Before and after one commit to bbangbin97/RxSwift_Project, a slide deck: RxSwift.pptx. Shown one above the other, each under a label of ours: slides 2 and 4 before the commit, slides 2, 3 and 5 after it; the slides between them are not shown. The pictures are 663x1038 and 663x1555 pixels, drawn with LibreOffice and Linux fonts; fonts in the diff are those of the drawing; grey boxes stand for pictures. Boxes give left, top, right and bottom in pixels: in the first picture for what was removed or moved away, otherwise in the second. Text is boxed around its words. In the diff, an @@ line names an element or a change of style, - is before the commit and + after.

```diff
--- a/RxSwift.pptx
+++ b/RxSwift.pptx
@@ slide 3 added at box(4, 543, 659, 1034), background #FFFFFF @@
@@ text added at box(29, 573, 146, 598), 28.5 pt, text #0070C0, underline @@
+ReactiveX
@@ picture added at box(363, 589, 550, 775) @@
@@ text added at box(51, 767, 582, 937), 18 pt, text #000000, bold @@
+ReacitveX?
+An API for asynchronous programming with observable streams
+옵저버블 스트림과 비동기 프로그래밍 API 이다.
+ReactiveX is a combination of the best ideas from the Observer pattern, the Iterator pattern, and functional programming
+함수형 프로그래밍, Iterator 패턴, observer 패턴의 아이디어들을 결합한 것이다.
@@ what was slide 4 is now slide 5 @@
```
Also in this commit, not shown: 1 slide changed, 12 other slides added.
---+---
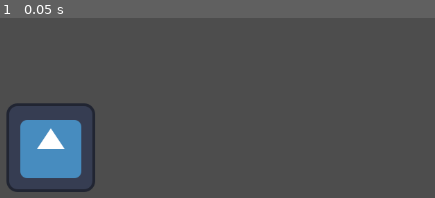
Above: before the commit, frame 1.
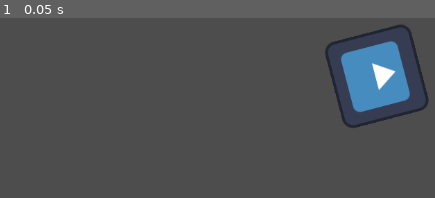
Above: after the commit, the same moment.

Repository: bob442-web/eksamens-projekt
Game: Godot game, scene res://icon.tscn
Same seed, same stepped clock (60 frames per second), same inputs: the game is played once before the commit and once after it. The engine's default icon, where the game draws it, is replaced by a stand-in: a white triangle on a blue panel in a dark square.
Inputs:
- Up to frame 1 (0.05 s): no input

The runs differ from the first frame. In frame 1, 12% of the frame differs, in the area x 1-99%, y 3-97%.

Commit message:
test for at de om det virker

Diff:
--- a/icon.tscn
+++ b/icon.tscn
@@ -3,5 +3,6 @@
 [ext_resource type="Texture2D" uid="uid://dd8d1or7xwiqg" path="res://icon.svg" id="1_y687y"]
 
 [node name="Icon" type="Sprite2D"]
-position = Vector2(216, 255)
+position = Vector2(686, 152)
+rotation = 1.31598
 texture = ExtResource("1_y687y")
---+---
Report the number of lines above containing the word "ReactiveX", with no other text.

2